L'Institut a utilisé son influence transformatrice pour rassembler les chercheurs et les utilisateurs de la recherche dans toutes les disciplines et tous les secteurs, et pour motiver le milieu de la recherche de l'IMII à relever les défis et profiter des occasions dans des domaines négligés ou émergents. Les initiatives décrites dans le présent rapport n'auraient pas été possibles, ou auraient été beaucoup moins importantes, si l'Institut n'était pas demeuré flexible et concentré sur sa capacité à réagir rapidement à des menaces pour la santé imprévues. Comme le confirment l'examen international des IRSC de 2006 et les nombreuses études d'impact commandées par l'IMII pour ses initiatives et ses réalisations globales, il est évident que l'IMII a réussi à exécuter son mandat. L'IMII doit une grande partie de son succès aux efforts inlassables et au dévouement de son directeur scientifique fondateur, le Dr Bhagi Singh, ainsi qu'à ses qualités exceptionnelles de meneur. Il n'est donc pas surprenant que le rôle crucial qu'il a joué dans la fondation de l'IMII soit bientôt souligné par l'attribution, à chaque année, du prix Bhagirath-Singh au jeune chercheur de l'IMII ayant obtenu le premier rang au concours ouvert de subventions des IRSC.

Menaces émergentes

Salubrité des aliments et de l'eau

L'Initiative sur la salubrité des aliments et de l'eau a rassemblé pour la toute première fois des chercheurs du milieu universitaire et du gouvernement pour s'attaquer à une question de santé touchant cinq ministères. De nombreuses collaborations créées dans le cadre de cette initiative se sont révélées durables, les chercheurs continuant à collaborer et à publier ensemble (figure 4), même après la fin du financement20.

L'Initiative sur la salubrité des aliments et de l'eau de l'IMII a permis de créer une collaboration durable entre les chercheurs du gouvernement et ceux du milieu universitaire.

Chaque couleur représente une équipe différente et chacun des cercles, un membre d'une des équipes financées. Certaines équipes comptaient six membres (A à F), alors que d'autres en avaient quatre (A à D) ou cinq (A à E). Une ligne tracée entre deux membres d'une équipe représente une copublication.

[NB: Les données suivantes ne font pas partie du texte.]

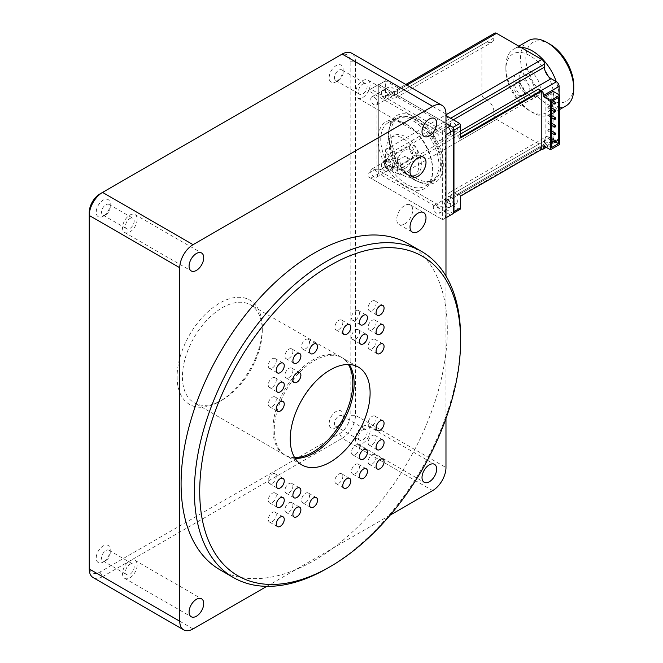 <?xml version="1.0" encoding="UTF-8"?>
<svg xmlns="http://www.w3.org/2000/svg" width="663" height="663" viewBox="0 0 663 663"><rect width="100%" height="100%" fill="white"/><g stroke="black" fill="none" stroke-linecap="round" stroke-linejoin="round"><path stroke-width="0.5" stroke-dasharray="3.31 2.49" d="M129.84 577.813A10.351 5.975 120 0 0 136.603 568.688A10.351 5.975 120 0 0 135.02 560.392A10.351 5.975 120 0 0 129.84 560.906A10.351 5.975 120 0 0 123.078 570.031A10.351 5.975 120 0 0 124.669 578.327A10.351 5.975 120 0 0 129.84 577.813M222.354 399.905L222.354 399.905A56.471 32.603 120 0 0 262.283 330.746A56.471 32.603 120 0 0 250.589 304.889A56.471 32.603 120 0 0 222.354 307.69A56.471 32.603 120 0 0 185.458 357.448A56.471 32.603 120 0 0 194.118 402.706A56.471 32.603 120 0 0 222.354 399.905L219.693 401.446A60.234 34.774 120 0 0 262.283 327.671A60.234 34.774 120 0 0 219.693 303.074A60.234 34.774 120 0 0 177.096 376.849A60.234 34.774 120 0 0 219.693 401.446L222.354 399.905M294.637 457.603A56.471 32.603 -60 0 1 284.626 454.959A56.471 32.603 -60 0 1 275.974 409.709A56.471 32.603 -60 0 1 312.861 359.943A56.471 32.603 -60 0 1 341.097 357.15A56.471 32.603 -60 0 1 348.398 364.493M129.84 231.992A10.351 5.975 120 0 0 136.603 222.867A10.351 5.975 120 0 0 135.02 214.572A10.351 5.975 120 0 0 129.84 215.085A10.351 5.975 120 0 0 123.078 224.21A10.351 5.975 120 0 0 124.669 232.506A10.351 5.975 120 0 0 129.84 231.992M362.777 97.502A10.351 5.975 120 0 0 369.54 88.378A10.351 5.975 120 0 0 367.957 80.082A10.351 5.975 120 0 0 362.777 80.596A10.351 5.975 120 0 0 356.014 89.72A10.351 5.975 120 0 0 357.606 98.016A10.351 5.975 120 0 0 362.777 97.502M404.712 168.593A11.296 6.522 120 0 0 412.088 158.639A11.296 6.522 120 0 0 410.356 149.589A11.296 6.522 120 0 0 404.712 150.145A11.296 6.522 120 0 0 397.328 160.098A11.296 6.522 120 0 0 399.06 169.148A11.296 6.522 120 0 0 404.712 168.593M404.712 223.92A11.296 6.522 120 0 0 412.088 213.967A11.296 6.522 120 0 0 410.356 204.917A11.296 6.522 120 0 0 404.712 205.48A11.296 6.522 120 0 0 397.328 215.434A11.296 6.522 120 0 0 399.06 224.484A11.296 6.522 120 0 0 404.712 223.92M362.777 443.332A10.351 5.975 120 0 0 369.54 434.207A10.351 5.975 120 0 0 367.957 425.911A10.351 5.975 120 0 0 362.777 426.425A10.351 5.975 120 0 0 356.014 435.541A10.351 5.975 120 0 0 357.606 443.837A10.351 5.975 120 0 0 362.777 443.332M405.375 173.59A22.592 13.045 60 0 1 390.615 153.683A22.592 13.045 60 0 1 394.079 135.575A22.592 13.045 60 0 1 405.375 136.694A22.592 13.045 60 0 1 420.135 156.601A22.592 13.045 60 0 1 416.671 174.709A22.592 13.045 60 0 1 405.375 173.59M402.714 175.123A22.592 13.045 60 0 1 387.954 155.217A22.592 13.045 60 0 1 391.419 137.117A22.592 13.045 60 0 1 402.714 138.236A22.592 13.045 60 0 1 417.466 158.142A22.592 13.045 60 0 1 414.01 176.242A22.592 13.045 60 0 1 402.714 175.123M129.84 564.362A6.116 3.53 -60 0 1 132.898 564.064A6.116 3.53 -60 0 1 133.843 568.962A6.116 3.53 -60 0 1 129.84 574.357A6.116 3.53 -60 0 1 126.782 574.655A6.116 3.53 -60 0 1 125.846 569.757A6.116 3.53 -60 0 1 129.84 564.362M105.881 560.525L105.881 560.525A6.116 3.53 120 0 0 110.207 553.033A6.116 3.53 120 0 0 108.939 550.232A6.116 3.53 120 0 0 105.881 550.53A6.116 3.53 120 0 0 101.887 555.925A6.116 3.53 120 0 0 102.823 560.823A6.116 3.53 120 0 0 105.881 560.525L103.221 562.058A9.879 5.702 120 0 0 110.207 549.958A9.879 5.702 120 0 0 103.221 545.922A9.879 5.702 120 0 0 96.234 558.022A9.879 5.702 120 0 0 103.221 562.058L105.881 560.525M129.84 218.541A6.116 3.53 -60 0 1 132.898 218.235A6.116 3.53 -60 0 1 133.843 223.141A6.116 3.53 -60 0 1 129.84 228.528A6.116 3.53 -60 0 1 126.782 228.834A6.116 3.53 -60 0 1 125.846 223.928A6.116 3.53 -60 0 1 129.84 218.541M105.881 214.696L105.881 214.696A6.116 3.53 120 0 0 110.207 207.204A6.116 3.53 120 0 0 108.939 204.403A6.116 3.53 120 0 0 105.881 204.71A6.116 3.53 120 0 0 101.887 210.096A6.116 3.53 120 0 0 102.823 215.003A6.116 3.53 120 0 0 105.881 214.696L103.221 216.237A9.879 5.702 120 0 0 110.207 204.129A9.879 5.702 120 0 0 103.221 200.093A9.879 5.702 120 0 0 96.234 212.201A9.879 5.702 120 0 0 103.221 216.237L105.881 214.696M362.777 84.06A6.116 3.53 -60 0 1 365.835 83.753A6.116 3.53 -60 0 1 366.78 88.651A6.116 3.53 -60 0 1 362.777 94.047A6.116 3.53 -60 0 1 359.719 94.353A6.116 3.53 -60 0 1 358.782 89.447A6.116 3.53 -60 0 1 362.777 84.06M338.818 80.215L338.818 80.215A6.116 3.53 120 0 0 343.144 72.723A6.116 3.53 120 0 0 341.876 69.922A6.116 3.53 120 0 0 338.818 70.22A6.116 3.53 120 0 0 334.823 75.615A6.116 3.53 120 0 0 335.76 80.513A6.116 3.53 120 0 0 338.818 80.215L336.158 81.748A9.879 5.702 120 0 0 343.144 69.648A9.879 5.702 120 0 0 336.158 65.612A9.879 5.702 120 0 0 329.171 77.72A9.879 5.702 120 0 0 336.158 81.748L338.818 80.215M362.777 429.881A6.116 3.53 -60 0 1 365.835 429.574A6.116 3.53 -60 0 1 366.78 434.48A6.116 3.53 -60 0 1 362.777 439.867A6.116 3.53 -60 0 1 359.719 440.174A6.116 3.53 -60 0 1 358.782 435.268A6.116 3.53 -60 0 1 362.777 429.881M338.818 426.036L338.818 426.036A6.116 3.53 120 0 0 343.144 418.544A6.116 3.53 120 0 0 341.876 415.742A6.116 3.53 120 0 0 338.818 416.049A6.116 3.53 120 0 0 334.823 421.436A6.116 3.53 120 0 0 335.76 426.342A6.116 3.53 120 0 0 338.818 426.036L336.158 427.577A9.879 5.702 120 0 0 343.144 415.469A9.879 5.702 120 0 0 336.158 411.433A9.879 5.702 120 0 0 329.171 423.541A9.879 5.702 120 0 0 336.158 427.577L338.818 426.036M266.816 586.341L390.217 515.093M445.975 418.519L445.975 276.032M432.657 490.587L342.149 438.334A18.821 10.865 120 0 0 355.459 415.278L445.975 467.539M89.248 568.978L89.248 565.904A15.058 8.694 120 0 0 99.898 572.053L339.489 433.726L342.149 438.334L102.558 576.661L193.066 628.922M93.143 577.589A18.821 10.865 120 0 0 102.558 576.661L99.898 572.053M445.975 114.028L355.459 61.767A18.821 10.865 120 0 0 351.564 53.156M350.139 61.767L355.459 61.767L355.459 415.278L350.139 415.278L350.139 61.767A15.058 8.694 120 0 0 339.489 55.626L99.898 193.952M339.489 433.726A15.058 8.694 120 0 0 350.139 415.278M89.248 212.392L89.248 565.904M342.149 54.084L339.489 55.626L342.149 54.084M220.075 569.849A188.242 108.682 120 0 0 314.196 560.525A188.242 108.682 120 0 0 437.174 394.642A188.242 108.682 120 0 0 408.317 243.802M295.101 458.34A56.471 32.603 -60 0 1 285.96 455.73A56.471 32.603 -60 0 1 277.3 410.48A56.471 32.603 -60 0 1 314.196 360.713A56.471 32.603 -60 0 1 342.431 357.921A56.471 32.603 -60 0 1 349.268 364.526M272.269 406.436A5.644 3.257 120 0 0 275.957 401.463A5.644 3.257 120 0 0 275.087 396.938A5.644 3.257 120 0 0 272.269 397.22A5.644 3.257 120 0 0 268.581 402.192A5.644 3.257 120 0 0 269.443 406.717A5.644 3.257 120 0 0 272.269 406.436M272.269 387.225A5.644 3.257 120 0 0 275.957 382.253A5.644 3.257 120 0 0 275.087 377.728A5.644 3.257 120 0 0 272.269 378.001A5.644 3.257 120 0 0 268.581 382.982A5.644 3.257 120 0 0 269.443 387.507A5.644 3.257 120 0 0 272.269 387.225M272.269 368.015A5.644 3.257 120 0 0 275.957 363.034A5.644 3.257 120 0 0 275.087 358.509A5.644 3.257 120 0 0 272.269 358.791A5.644 3.257 120 0 0 268.581 363.772A5.644 3.257 120 0 0 269.443 368.296A5.644 3.257 120 0 0 272.269 368.015M338.818 329.586A5.644 3.257 120 0 0 342.514 324.613A5.644 3.257 120 0 0 341.644 320.088A5.644 3.257 120 0 0 338.818 320.37A5.644 3.257 120 0 0 335.13 325.342A5.644 3.257 120 0 0 336 329.867A5.644 3.257 120 0 0 338.818 329.586M288.902 377.62A5.644 3.257 120 0 0 292.598 372.647A5.644 3.257 120 0 0 291.728 368.122A5.644 3.257 120 0 0 288.902 368.396A5.644 3.257 120 0 0 285.214 373.377A5.644 3.257 120 0 0 286.084 377.902A5.644 3.257 120 0 0 288.902 377.62M288.902 358.41A5.644 3.257 120 0 0 292.598 353.429A5.644 3.257 120 0 0 291.728 348.904A5.644 3.257 120 0 0 288.902 349.186A5.644 3.257 120 0 0 285.214 354.158A5.644 3.257 120 0 0 286.084 358.691A5.644 3.257 120 0 0 288.902 358.41M305.544 348.804A5.644 3.257 120 0 0 309.231 343.824A5.644 3.257 120 0 0 308.37 339.299A5.644 3.257 120 0 0 305.544 339.58A5.644 3.257 120 0 0 301.856 344.553A5.644 3.257 120 0 0 302.718 349.078A5.644 3.257 120 0 0 305.544 348.804M355.459 319.98A5.644 3.257 120 0 0 359.147 315.008A5.644 3.257 120 0 0 358.285 310.483A5.644 3.257 120 0 0 355.459 310.765A5.644 3.257 120 0 0 351.771 315.737A5.644 3.257 120 0 0 352.633 320.262A5.644 3.257 120 0 0 355.459 319.98M355.459 339.199A5.644 3.257 120 0 0 359.147 334.218A5.644 3.257 120 0 0 358.285 329.693A5.644 3.257 120 0 0 355.459 329.975A5.644 3.257 120 0 0 351.771 334.948A5.644 3.257 120 0 0 352.633 339.473A5.644 3.257 120 0 0 355.459 339.199M372.1 310.375A5.644 3.257 120 0 0 375.788 305.403A5.644 3.257 120 0 0 374.918 300.878A5.644 3.257 120 0 0 372.1 301.151A5.644 3.257 120 0 0 368.404 306.132A5.644 3.257 120 0 0 369.274 310.657A5.644 3.257 120 0 0 372.1 310.375M372.1 329.586A5.644 3.257 120 0 0 375.788 324.613A5.644 3.257 120 0 0 374.918 320.088A5.644 3.257 120 0 0 372.1 320.37A5.644 3.257 120 0 0 368.404 325.342A5.644 3.257 120 0 0 369.274 329.867A5.644 3.257 120 0 0 372.1 329.586M372.1 348.804A5.644 3.257 120 0 0 375.788 343.824A5.644 3.257 120 0 0 374.918 339.299A5.644 3.257 120 0 0 372.1 339.58A5.644 3.257 120 0 0 368.404 344.553A5.644 3.257 120 0 0 369.274 349.078A5.644 3.257 120 0 0 372.1 348.804M372.1 425.654A5.644 3.257 120 0 0 375.788 420.673A5.644 3.257 120 0 0 374.918 416.149A5.644 3.257 120 0 0 372.1 416.43A5.644 3.257 120 0 0 368.404 421.403A5.644 3.257 120 0 0 369.274 425.928A5.644 3.257 120 0 0 372.1 425.654M372.1 444.865A5.644 3.257 120 0 0 375.788 439.884A5.644 3.257 120 0 0 374.918 435.359A5.644 3.257 120 0 0 372.1 435.641A5.644 3.257 120 0 0 368.404 440.622A5.644 3.257 120 0 0 369.274 445.146A5.644 3.257 120 0 0 372.1 444.865M372.1 464.075A5.644 3.257 120 0 0 375.788 459.103A5.644 3.257 120 0 0 374.918 454.578A5.644 3.257 120 0 0 372.1 454.851A5.644 3.257 120 0 0 368.404 459.832A5.644 3.257 120 0 0 369.274 464.357A5.644 3.257 120 0 0 372.1 464.075M355.459 454.47A5.644 3.257 120 0 0 359.147 449.497A5.644 3.257 120 0 0 358.285 444.972A5.644 3.257 120 0 0 355.459 445.246A5.644 3.257 120 0 0 351.771 450.227A5.644 3.257 120 0 0 352.633 454.752A5.644 3.257 120 0 0 355.459 454.47M355.459 473.68A5.644 3.257 120 0 0 359.147 468.708A5.644 3.257 120 0 0 358.285 464.183A5.644 3.257 120 0 0 355.459 464.465A5.644 3.257 120 0 0 351.771 469.437A5.644 3.257 120 0 0 352.633 473.962A5.644 3.257 120 0 0 355.459 473.68M338.818 483.286A5.644 3.257 120 0 0 342.514 478.313A5.644 3.257 120 0 0 341.644 473.788A5.644 3.257 120 0 0 338.818 474.07A5.644 3.257 120 0 0 335.13 479.042A5.644 3.257 120 0 0 336 483.567A5.644 3.257 120 0 0 338.818 483.286M305.544 502.504A5.644 3.257 120 0 0 309.231 497.523A5.644 3.257 120 0 0 308.37 492.999A5.644 3.257 120 0 0 305.544 493.28A5.644 3.257 120 0 0 301.856 498.253A5.644 3.257 120 0 0 302.718 502.778A5.644 3.257 120 0 0 305.544 502.504M288.902 512.109A5.644 3.257 120 0 0 292.598 507.129A5.644 3.257 120 0 0 291.728 502.604A5.644 3.257 120 0 0 288.902 502.885A5.644 3.257 120 0 0 285.214 507.858A5.644 3.257 120 0 0 286.084 512.383A5.644 3.257 120 0 0 288.902 512.109M288.902 492.891A5.644 3.257 120 0 0 292.598 487.918A5.644 3.257 120 0 0 291.728 483.393A5.644 3.257 120 0 0 288.902 483.675A5.644 3.257 120 0 0 285.214 488.648A5.644 3.257 120 0 0 286.084 493.173A5.644 3.257 120 0 0 288.902 492.891M272.269 521.715A5.644 3.257 120 0 0 275.957 516.734A5.644 3.257 120 0 0 275.087 512.209A5.644 3.257 120 0 0 272.269 512.491A5.644 3.257 120 0 0 268.581 517.471A5.644 3.257 120 0 0 269.443 521.996A5.644 3.257 120 0 0 272.269 521.715M272.269 502.504A5.644 3.257 120 0 0 275.957 497.523A5.644 3.257 120 0 0 275.087 492.999A5.644 3.257 120 0 0 272.269 493.28A5.644 3.257 120 0 0 268.581 498.253A5.644 3.257 120 0 0 269.443 502.778A5.644 3.257 120 0 0 272.269 502.504M272.269 483.286A5.644 3.257 120 0 0 275.957 478.313A5.644 3.257 120 0 0 275.087 473.788A5.644 3.257 120 0 0 272.269 474.07A5.644 3.257 120 0 0 268.581 479.042A5.644 3.257 120 0 0 269.443 483.567A5.644 3.257 120 0 0 272.269 483.286M460.611 337.658A188.242 108.682 -60 0 1 327.505 568.208M524.508 92.513A7.533 4.351 -120 0 0 528.27 92.886A7.533 4.351 -120 0 0 529.422 86.853A7.533 4.351 -120 0 0 524.508 80.215A7.533 4.351 -120 0 0 520.737 79.842A7.533 4.351 -120 0 0 519.585 85.875A7.533 4.351 -120 0 0 524.508 92.513M519.179 83.289A7.533 4.351 60 0 1 524.101 89.928A7.533 4.351 60 0 1 522.95 95.961A7.533 4.351 60 0 1 519.179 95.588A7.533 4.351 60 0 1 514.264 88.95A7.533 4.351 60 0 1 515.416 82.916A7.533 4.351 60 0 1 519.179 83.289M447.301 207.096A4.798 2.768 60 0 1 444.169 202.861A4.798 2.768 60 0 1 444.906 199.016A4.798 2.768 60 0 1 447.301 199.256A4.798 2.768 60 0 1 450.442 203.483A4.798 2.768 60 0 1 449.705 207.328A4.798 2.768 60 0 1 447.301 207.096M453.956 203.251A4.798 2.768 60 0 1 450.823 199.016A4.798 2.768 60 0 1 451.561 195.171A4.798 2.768 60 0 1 453.956 195.411A4.798 2.768 60 0 1 457.097 199.638A4.798 2.768 60 0 1 456.359 203.491A4.798 2.768 60 0 1 453.956 203.251M384.739 98.737A4.798 2.768 60 0 1 381.606 94.502A4.798 2.768 60 0 1 382.344 90.657A4.798 2.768 60 0 1 384.739 90.897A4.798 2.768 60 0 1 387.88 95.124A4.798 2.768 60 0 1 387.142 98.969A4.798 2.768 60 0 1 384.739 98.737M391.402 94.892A4.798 2.768 60 0 1 388.261 90.665A4.798 2.768 60 0 1 388.999 86.82A4.798 2.768 60 0 1 391.402 87.052A4.798 2.768 60 0 1 394.535 91.287A4.798 2.768 60 0 1 393.797 95.132A4.798 2.768 60 0 1 391.402 94.892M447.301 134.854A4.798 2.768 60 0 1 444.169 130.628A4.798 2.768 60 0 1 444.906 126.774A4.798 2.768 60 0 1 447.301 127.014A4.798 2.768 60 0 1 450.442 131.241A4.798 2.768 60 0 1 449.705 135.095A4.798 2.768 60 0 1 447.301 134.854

Figure 4 : Publications rédigées conjointement par des membres des équipes de recherche financées par l'Initiative sur la salubrité des aliments et de l'eau (SAE)

Figure 4 : Publications rédigées conjointement par des membres des équipes de recherche financées par l'Initiative sur la salubrité des aliments et de l'eau (SAE)

SRAS et pandémie d'influenza

La réponse rapide et coordonnée de l'IMII à la menace du SRAS a ouvert la voie à une initiative sur la capacité d'intervention en cas de pandémie. Le Dr Earl Brown, membre du groupe de travail de l'Initiative de recherche stratégique sur la capacité d'intervention en cas de pandémie (IRSCIP), résume ainsi ses effets : « L'IRSCIP a transformé l'effectif des chercheurs canadiens en un groupe dynamique, une cohorte de personnes bien formées qui incarnent le concept d'"une santé", qui comprennent l'importance de se préoccuper des liens entre la santé humaine et la santé animale et qui sont capables de poser des gestes concrets afin d'améliorer notre préparation aux menaces posées par les maladies infectieuses et notre capacité à les endiguer dès leur apparition dans notre pays relié au monde entier. »

En outre, le Réseau de recherche sur l'influenza de l'ASPC et des IRSC, qui regroupe plus de 100 chercheurs canadiens, a été créé dans le but d'étudier l'innocuité des vaccins, leur immunogénicité et leur efficacité, ainsi que la mise en oeuvre et l'évaluation des programmes. En novembre 2010, le Réseau comptait plus de 30 universités, hôpitaux et autres établissements canadiens, répartis dans six provinces.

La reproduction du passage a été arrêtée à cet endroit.